Two existing buffers were included for comparison: 1) a natural 60-70 year old riparian forest dominated by a mixture of black cottonwood and red alder adjacent to pasture receiving manure application at the DeVries farm, but along the Skagit River and; 2) an 9-year-old riparian hybrid poplar plantation at Bayview farms along Joe Leary Slough and adjacent to existing blueberry fields.

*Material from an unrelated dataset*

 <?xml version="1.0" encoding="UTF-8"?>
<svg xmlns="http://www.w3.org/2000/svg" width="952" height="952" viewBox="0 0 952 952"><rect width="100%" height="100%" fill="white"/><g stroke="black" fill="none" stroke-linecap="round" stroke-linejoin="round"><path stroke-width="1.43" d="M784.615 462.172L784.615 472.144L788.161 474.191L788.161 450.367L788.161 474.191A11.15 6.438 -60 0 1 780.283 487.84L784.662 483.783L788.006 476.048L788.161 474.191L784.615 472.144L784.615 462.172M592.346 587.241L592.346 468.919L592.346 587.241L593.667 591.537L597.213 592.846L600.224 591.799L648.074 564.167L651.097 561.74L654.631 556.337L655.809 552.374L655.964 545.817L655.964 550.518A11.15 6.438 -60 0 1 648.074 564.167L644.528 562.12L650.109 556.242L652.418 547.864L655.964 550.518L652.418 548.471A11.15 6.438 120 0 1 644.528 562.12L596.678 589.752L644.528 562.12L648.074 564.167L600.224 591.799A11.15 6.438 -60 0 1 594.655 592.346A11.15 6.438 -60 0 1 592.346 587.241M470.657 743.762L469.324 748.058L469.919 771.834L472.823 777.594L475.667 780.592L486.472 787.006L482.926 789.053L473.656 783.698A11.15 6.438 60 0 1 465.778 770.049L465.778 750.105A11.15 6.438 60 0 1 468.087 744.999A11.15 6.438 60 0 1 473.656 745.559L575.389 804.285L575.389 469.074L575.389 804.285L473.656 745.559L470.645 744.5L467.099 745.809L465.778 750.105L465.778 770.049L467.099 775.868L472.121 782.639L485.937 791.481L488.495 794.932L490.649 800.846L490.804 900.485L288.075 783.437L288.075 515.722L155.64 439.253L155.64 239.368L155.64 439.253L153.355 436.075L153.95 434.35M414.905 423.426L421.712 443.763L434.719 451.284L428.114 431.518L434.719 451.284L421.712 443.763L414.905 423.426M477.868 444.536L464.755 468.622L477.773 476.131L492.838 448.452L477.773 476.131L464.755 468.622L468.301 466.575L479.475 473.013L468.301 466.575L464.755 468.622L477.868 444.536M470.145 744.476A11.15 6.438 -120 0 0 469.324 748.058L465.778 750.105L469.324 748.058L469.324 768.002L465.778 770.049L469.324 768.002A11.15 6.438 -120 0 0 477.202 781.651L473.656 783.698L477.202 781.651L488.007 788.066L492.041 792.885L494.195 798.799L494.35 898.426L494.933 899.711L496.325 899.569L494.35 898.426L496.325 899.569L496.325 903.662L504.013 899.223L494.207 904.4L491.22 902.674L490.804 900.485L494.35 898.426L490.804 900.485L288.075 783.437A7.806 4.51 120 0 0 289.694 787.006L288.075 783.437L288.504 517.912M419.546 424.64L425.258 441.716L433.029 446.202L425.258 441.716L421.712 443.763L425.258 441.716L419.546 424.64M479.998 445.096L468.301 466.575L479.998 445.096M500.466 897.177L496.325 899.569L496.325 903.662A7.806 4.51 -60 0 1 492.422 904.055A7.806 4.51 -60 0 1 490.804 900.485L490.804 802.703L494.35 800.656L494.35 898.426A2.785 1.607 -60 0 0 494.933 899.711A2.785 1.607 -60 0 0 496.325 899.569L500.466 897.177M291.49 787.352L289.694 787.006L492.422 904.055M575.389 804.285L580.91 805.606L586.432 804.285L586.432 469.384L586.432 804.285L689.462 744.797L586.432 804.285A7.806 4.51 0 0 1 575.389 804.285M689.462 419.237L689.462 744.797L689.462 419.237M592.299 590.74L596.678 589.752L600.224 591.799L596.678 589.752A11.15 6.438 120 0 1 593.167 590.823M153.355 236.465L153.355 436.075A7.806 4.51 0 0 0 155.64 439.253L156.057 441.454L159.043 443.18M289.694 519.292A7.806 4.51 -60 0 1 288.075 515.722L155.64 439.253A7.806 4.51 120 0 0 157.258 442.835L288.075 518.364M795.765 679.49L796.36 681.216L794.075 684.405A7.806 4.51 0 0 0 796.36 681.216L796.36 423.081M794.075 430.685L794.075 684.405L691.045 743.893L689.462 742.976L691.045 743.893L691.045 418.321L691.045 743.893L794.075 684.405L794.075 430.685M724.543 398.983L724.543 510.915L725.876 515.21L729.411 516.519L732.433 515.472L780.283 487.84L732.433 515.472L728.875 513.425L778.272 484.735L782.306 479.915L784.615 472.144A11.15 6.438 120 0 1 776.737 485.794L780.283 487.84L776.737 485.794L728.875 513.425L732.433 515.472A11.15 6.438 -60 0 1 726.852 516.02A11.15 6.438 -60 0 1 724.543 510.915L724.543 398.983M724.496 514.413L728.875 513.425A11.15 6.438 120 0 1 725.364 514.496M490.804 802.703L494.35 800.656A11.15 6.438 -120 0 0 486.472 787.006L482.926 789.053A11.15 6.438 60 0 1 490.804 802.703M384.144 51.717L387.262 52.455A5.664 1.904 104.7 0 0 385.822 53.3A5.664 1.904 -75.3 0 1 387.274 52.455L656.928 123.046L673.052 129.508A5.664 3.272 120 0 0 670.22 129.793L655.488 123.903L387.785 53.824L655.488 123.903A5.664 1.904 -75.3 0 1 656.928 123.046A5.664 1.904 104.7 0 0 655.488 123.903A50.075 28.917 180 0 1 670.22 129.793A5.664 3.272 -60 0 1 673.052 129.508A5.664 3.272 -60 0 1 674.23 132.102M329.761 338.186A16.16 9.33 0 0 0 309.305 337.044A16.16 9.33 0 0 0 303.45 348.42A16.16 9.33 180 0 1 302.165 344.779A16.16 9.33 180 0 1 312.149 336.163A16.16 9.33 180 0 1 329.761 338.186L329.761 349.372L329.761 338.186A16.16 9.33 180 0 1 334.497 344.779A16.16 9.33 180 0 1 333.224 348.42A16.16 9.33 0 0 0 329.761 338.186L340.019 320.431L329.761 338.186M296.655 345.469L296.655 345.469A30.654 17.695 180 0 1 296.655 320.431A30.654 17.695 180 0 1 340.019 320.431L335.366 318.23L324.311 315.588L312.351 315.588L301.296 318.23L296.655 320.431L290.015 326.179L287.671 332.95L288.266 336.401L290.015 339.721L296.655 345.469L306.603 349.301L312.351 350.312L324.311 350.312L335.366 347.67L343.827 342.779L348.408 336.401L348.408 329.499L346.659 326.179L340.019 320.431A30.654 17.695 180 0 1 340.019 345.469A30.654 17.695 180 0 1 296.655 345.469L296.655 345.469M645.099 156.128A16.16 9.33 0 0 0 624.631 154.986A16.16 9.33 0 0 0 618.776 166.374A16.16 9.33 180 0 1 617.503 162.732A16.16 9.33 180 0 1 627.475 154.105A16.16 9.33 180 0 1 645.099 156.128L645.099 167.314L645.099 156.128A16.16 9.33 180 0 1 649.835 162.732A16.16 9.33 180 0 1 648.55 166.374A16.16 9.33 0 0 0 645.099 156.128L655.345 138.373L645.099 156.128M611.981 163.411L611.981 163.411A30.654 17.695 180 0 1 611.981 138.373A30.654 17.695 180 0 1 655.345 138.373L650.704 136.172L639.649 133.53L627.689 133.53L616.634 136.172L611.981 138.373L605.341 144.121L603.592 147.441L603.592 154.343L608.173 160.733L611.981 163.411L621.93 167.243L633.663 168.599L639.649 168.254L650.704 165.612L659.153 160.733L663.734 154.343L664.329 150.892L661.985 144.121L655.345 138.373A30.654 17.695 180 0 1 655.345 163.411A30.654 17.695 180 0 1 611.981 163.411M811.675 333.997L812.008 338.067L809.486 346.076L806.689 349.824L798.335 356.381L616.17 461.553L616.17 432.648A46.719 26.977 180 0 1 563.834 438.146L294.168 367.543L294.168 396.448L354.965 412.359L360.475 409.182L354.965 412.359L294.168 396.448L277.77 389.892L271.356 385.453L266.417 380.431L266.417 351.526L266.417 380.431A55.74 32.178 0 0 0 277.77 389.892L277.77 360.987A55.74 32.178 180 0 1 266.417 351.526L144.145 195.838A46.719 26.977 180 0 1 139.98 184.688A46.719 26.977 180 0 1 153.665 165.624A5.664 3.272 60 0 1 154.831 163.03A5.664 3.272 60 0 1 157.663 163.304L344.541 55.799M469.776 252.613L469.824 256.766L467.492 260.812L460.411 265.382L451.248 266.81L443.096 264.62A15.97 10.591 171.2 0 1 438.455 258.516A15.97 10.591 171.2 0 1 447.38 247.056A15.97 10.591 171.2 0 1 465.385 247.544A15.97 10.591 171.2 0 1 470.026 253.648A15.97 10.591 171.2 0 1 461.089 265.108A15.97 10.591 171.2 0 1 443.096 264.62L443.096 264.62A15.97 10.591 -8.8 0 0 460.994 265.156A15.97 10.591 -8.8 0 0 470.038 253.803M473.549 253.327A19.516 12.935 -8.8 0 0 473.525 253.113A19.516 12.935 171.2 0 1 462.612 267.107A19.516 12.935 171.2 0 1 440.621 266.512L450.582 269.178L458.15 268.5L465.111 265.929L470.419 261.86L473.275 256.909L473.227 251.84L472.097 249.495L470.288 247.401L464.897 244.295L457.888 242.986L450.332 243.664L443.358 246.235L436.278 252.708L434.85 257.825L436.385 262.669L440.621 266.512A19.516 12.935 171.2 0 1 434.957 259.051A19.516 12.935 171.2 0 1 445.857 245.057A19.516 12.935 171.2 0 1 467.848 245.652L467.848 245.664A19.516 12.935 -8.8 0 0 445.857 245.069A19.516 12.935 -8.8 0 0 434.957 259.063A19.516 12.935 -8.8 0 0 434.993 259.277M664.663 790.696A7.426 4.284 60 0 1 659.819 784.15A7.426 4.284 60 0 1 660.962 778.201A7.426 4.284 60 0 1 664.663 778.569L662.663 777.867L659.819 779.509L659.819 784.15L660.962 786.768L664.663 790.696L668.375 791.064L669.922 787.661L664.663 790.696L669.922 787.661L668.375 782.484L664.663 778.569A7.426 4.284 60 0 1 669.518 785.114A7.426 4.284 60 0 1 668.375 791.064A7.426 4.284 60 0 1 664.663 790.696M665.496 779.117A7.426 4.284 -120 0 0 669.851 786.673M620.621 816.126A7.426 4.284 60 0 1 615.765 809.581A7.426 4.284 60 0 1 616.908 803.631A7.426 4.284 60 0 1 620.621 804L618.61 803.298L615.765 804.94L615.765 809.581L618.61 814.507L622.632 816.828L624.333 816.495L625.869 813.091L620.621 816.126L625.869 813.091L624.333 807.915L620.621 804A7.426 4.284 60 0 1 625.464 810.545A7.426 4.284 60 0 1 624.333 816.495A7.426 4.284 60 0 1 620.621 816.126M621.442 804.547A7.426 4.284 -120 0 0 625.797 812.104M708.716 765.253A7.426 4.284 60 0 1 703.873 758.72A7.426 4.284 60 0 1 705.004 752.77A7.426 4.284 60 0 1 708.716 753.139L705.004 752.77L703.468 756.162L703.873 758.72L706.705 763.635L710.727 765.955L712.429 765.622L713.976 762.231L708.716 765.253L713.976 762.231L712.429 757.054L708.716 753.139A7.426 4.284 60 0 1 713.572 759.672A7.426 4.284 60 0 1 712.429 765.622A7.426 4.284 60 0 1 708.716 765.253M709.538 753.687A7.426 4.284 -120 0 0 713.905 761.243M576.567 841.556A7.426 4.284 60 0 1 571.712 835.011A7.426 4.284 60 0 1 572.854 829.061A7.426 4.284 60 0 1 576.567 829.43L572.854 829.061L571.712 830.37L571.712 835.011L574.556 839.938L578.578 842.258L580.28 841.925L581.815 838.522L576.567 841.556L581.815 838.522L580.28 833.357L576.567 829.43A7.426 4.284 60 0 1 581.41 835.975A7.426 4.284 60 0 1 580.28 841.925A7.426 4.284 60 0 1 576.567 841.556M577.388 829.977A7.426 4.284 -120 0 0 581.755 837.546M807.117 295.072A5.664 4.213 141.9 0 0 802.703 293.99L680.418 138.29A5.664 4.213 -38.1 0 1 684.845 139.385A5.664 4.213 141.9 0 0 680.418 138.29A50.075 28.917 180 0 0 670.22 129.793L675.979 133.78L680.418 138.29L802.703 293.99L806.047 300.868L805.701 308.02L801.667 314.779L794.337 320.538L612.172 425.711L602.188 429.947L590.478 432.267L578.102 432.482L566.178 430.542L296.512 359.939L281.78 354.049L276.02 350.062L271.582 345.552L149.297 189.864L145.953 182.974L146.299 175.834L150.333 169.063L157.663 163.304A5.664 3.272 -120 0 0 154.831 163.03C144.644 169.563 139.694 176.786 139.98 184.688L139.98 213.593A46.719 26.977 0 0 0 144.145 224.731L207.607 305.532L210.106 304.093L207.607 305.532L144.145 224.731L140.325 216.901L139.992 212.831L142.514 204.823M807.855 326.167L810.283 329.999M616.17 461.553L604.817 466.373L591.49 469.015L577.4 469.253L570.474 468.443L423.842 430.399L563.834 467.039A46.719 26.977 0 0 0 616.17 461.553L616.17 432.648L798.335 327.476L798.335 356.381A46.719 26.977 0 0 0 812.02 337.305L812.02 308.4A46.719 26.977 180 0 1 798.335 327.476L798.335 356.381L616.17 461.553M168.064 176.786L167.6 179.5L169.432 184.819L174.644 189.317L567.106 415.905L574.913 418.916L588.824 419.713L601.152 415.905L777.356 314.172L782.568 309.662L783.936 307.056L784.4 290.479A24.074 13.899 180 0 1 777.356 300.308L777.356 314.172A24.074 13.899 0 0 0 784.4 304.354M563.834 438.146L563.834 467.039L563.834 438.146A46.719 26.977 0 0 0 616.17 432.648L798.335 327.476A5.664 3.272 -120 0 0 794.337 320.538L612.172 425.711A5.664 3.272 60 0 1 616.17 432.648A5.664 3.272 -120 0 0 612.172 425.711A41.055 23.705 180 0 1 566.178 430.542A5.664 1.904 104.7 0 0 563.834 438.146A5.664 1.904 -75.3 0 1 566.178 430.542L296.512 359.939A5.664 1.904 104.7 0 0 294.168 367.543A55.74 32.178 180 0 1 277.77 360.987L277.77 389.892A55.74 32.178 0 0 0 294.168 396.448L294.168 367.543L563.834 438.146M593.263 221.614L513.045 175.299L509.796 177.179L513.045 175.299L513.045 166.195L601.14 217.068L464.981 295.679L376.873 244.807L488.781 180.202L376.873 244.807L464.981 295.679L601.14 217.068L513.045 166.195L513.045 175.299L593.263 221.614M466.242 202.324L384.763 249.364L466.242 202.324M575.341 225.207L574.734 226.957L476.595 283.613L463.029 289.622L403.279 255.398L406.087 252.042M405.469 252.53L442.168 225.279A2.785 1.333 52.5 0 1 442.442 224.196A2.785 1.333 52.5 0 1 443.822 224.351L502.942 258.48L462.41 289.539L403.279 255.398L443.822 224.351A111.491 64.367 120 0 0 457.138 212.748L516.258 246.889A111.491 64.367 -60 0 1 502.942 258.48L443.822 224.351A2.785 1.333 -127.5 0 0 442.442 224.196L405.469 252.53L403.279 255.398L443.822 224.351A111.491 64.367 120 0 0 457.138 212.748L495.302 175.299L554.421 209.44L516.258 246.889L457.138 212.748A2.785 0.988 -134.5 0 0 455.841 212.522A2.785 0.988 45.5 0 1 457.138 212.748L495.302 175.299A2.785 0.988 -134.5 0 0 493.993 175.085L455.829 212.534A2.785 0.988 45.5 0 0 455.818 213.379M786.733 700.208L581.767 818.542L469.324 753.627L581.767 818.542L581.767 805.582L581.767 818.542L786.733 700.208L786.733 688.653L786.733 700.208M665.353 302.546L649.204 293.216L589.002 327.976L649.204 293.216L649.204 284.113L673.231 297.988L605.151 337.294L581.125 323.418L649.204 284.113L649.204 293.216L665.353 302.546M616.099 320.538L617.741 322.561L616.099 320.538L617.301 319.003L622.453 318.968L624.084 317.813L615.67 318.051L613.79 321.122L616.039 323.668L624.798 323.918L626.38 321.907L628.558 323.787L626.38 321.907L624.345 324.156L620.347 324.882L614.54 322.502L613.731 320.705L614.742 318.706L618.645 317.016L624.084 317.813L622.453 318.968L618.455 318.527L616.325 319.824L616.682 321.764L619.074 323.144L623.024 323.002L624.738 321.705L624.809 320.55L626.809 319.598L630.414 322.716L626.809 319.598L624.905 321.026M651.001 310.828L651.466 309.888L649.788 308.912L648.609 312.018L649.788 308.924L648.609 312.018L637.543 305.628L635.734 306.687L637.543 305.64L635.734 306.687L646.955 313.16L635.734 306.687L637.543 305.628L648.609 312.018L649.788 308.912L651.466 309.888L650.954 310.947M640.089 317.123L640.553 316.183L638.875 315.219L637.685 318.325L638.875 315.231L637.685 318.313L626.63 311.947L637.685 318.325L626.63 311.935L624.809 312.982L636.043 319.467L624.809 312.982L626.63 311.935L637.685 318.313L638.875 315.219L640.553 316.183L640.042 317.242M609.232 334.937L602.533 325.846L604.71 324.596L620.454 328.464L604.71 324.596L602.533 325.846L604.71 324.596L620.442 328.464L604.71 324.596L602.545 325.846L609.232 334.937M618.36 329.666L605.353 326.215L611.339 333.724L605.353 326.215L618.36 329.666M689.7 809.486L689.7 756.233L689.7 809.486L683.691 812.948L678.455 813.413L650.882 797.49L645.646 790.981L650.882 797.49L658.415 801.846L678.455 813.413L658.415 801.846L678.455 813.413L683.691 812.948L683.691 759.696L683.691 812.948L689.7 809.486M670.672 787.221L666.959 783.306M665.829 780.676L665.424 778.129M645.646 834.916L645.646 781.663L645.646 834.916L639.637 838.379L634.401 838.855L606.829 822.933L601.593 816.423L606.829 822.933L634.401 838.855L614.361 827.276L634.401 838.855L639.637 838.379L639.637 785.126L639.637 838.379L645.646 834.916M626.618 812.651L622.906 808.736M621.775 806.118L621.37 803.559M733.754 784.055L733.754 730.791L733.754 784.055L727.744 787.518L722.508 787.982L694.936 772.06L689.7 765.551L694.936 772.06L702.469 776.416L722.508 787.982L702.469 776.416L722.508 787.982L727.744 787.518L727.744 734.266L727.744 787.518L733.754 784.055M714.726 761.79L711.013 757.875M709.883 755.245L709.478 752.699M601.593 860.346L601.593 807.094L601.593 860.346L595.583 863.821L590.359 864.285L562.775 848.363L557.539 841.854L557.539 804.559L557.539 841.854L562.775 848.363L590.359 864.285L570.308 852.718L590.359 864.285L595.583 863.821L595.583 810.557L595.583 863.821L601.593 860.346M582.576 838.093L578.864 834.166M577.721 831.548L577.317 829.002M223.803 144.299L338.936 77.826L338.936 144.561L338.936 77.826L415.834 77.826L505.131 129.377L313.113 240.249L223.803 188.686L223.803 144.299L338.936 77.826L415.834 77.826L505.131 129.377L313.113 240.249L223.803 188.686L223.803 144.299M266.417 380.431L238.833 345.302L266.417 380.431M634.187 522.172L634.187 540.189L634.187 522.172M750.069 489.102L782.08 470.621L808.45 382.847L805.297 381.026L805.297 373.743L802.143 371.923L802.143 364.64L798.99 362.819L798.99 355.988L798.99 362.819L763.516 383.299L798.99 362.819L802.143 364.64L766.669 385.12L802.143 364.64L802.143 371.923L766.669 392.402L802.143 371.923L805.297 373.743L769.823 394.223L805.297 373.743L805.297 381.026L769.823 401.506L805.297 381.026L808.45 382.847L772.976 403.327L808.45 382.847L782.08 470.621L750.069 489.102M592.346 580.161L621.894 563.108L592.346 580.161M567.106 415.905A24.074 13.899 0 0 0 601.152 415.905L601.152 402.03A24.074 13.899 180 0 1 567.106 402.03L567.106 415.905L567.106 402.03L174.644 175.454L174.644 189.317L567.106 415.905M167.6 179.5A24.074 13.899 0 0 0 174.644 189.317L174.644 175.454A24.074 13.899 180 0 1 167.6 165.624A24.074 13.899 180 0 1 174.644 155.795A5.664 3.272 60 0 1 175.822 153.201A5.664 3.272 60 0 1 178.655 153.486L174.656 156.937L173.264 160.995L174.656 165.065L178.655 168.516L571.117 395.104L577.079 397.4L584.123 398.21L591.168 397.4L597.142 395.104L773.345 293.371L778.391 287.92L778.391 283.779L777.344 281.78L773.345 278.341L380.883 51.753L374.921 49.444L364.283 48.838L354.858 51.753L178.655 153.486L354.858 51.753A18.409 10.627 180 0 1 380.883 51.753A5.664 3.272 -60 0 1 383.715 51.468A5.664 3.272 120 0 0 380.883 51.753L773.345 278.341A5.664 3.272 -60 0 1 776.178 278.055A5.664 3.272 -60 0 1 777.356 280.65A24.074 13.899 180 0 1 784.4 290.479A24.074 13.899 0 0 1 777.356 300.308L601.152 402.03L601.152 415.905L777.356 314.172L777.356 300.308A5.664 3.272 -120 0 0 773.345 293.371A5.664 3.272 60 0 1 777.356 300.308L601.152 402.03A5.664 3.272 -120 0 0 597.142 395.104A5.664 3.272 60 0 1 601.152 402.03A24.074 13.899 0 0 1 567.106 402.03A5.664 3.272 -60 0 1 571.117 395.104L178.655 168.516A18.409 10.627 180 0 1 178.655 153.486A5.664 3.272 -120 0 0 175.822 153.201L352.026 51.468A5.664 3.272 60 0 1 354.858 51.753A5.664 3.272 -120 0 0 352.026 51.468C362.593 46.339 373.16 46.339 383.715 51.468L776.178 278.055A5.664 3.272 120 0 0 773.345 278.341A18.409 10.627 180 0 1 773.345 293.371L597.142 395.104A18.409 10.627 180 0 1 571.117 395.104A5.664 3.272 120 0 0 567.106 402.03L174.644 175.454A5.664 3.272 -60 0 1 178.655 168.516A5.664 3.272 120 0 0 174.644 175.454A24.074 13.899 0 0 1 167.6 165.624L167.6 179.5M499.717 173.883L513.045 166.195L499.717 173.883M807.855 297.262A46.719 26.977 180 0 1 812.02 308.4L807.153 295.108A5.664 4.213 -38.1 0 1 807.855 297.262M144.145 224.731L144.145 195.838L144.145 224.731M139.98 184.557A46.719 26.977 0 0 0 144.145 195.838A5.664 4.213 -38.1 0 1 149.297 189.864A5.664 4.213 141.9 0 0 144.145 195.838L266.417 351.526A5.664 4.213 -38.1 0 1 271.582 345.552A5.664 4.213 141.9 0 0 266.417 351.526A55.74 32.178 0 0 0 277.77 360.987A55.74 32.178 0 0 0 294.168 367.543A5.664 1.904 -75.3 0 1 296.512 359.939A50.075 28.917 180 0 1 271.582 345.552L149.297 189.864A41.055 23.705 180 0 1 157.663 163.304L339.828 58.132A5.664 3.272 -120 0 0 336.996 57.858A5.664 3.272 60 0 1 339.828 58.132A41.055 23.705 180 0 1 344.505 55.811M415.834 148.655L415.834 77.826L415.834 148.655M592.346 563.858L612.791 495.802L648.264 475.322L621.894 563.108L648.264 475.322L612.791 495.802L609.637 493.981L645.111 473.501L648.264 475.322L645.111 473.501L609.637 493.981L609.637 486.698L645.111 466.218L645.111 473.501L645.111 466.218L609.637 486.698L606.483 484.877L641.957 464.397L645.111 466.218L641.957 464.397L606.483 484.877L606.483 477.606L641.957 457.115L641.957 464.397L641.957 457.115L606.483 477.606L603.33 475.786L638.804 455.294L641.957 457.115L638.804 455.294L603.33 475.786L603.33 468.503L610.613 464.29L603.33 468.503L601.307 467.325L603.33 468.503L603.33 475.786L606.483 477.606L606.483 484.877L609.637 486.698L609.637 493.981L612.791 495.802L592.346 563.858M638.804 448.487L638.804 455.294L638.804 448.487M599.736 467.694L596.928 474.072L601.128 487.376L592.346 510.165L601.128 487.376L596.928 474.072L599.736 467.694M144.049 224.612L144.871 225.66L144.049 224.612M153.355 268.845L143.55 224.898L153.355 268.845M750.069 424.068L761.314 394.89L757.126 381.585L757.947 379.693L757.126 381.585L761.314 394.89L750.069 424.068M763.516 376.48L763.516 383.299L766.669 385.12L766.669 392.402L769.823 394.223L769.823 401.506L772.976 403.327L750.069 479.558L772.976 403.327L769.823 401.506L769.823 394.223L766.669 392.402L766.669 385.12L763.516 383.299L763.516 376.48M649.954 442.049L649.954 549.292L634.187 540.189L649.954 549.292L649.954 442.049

Measurements: Sediment, surface and subsurface nutrient movement from the farm fields through the buffers were measured using ground water wells, suction lysimeters and sediment traps placed along transects from the field edge to channel perpendicular to stream flow (3 transects per plot and up to 7 sampling points per transect). The sampling wells were installed as follows: Nookachamps Experimental buffer – starting at the grass-tree interface (0’), 10’, 25’ and 50’ (at river edge) – additional single wells were installed on the field side of a berm coinciding with the middle transect of each plot; Skagit Mature buffer – 0’(field edge), 10’, 25’, 50’ and 75’(middle of buffer); Bayview Farm – blueberry only – 0’(in blueberry row), 25’(mid-way in a grass strip) and 50’ (at edge of slough), blueberry + poplar – 0’, 25’, 50’(at edge of poplar stand), 60’, 75’, 100’ and 200’(at edge of slough). Sampling took place when both ground water and surface flow were likely to occur (November, December, March, April, May and June beginning in 2004 and ending with one sampling in May 2007). Sampling procedure we followed is detailed in Appendix A. Groundwater well and suction lysimeter samples were analyzed for N and P (except the last sample date when only N was analyzed for lack of funds) using Alpkem Flow Solutions 3000 with the cadmium reduction method at the WSU Animal Nutrition laboratory. Tensiometer readings rarely showed any soil water deficits resulting from our sampling being confined to times of the year when the soil was saturated. Overland sediment flow was determined by Low Impact Flow Event (LIFE) samplers, but due to the low quantity of individual rainfall events and nearly flat terrain, no overland flow was ever detected in any of the samplers at any of the 3 sites.
We contracted with the University of Washington’s Rural Technology Institute to adapt an Excel-based Buffer Shade Program to allow for the determination of cumulative energy input on both sides of a buffer, the stream and the farm crop. To test the effect of buffer shade on crop production, we located two established natural buffers on the DeVries Dairy farm that were adjacent to silage corn fields. One buffer was the mature buffer described above that was oriented north-south with the field located east of the buffer. The buffer thus provided shade in the afternoon. The other buffer on the farm was oriented east-west with the corn field located north of the buffer, which shaded the crop for most of each day. In September 2006, we harvested duplicate plots consisting of two adjacent rows of linear distance of 10 feet. In addition to total biomass, number of stalks and ears were quantified along with ear biomass. Plots were located on two parallel transects located perpendicular to the buffer. Plots were sampled at distances of 25, 75, and 150 feet with an additional 2 plots at 500 feet sampled at the mature buffer site. Similar sampling transects were established in the blueberry rows located northwest of the hybrid poplar buffer that ran southwest-northeast at the Blueberry site. The blueberry plants were shaded from early morning to mid-afternoon. At each sampling location in the blueberry field, 2 adjacent plants were measured for number of stems, and height and diameter of each stem.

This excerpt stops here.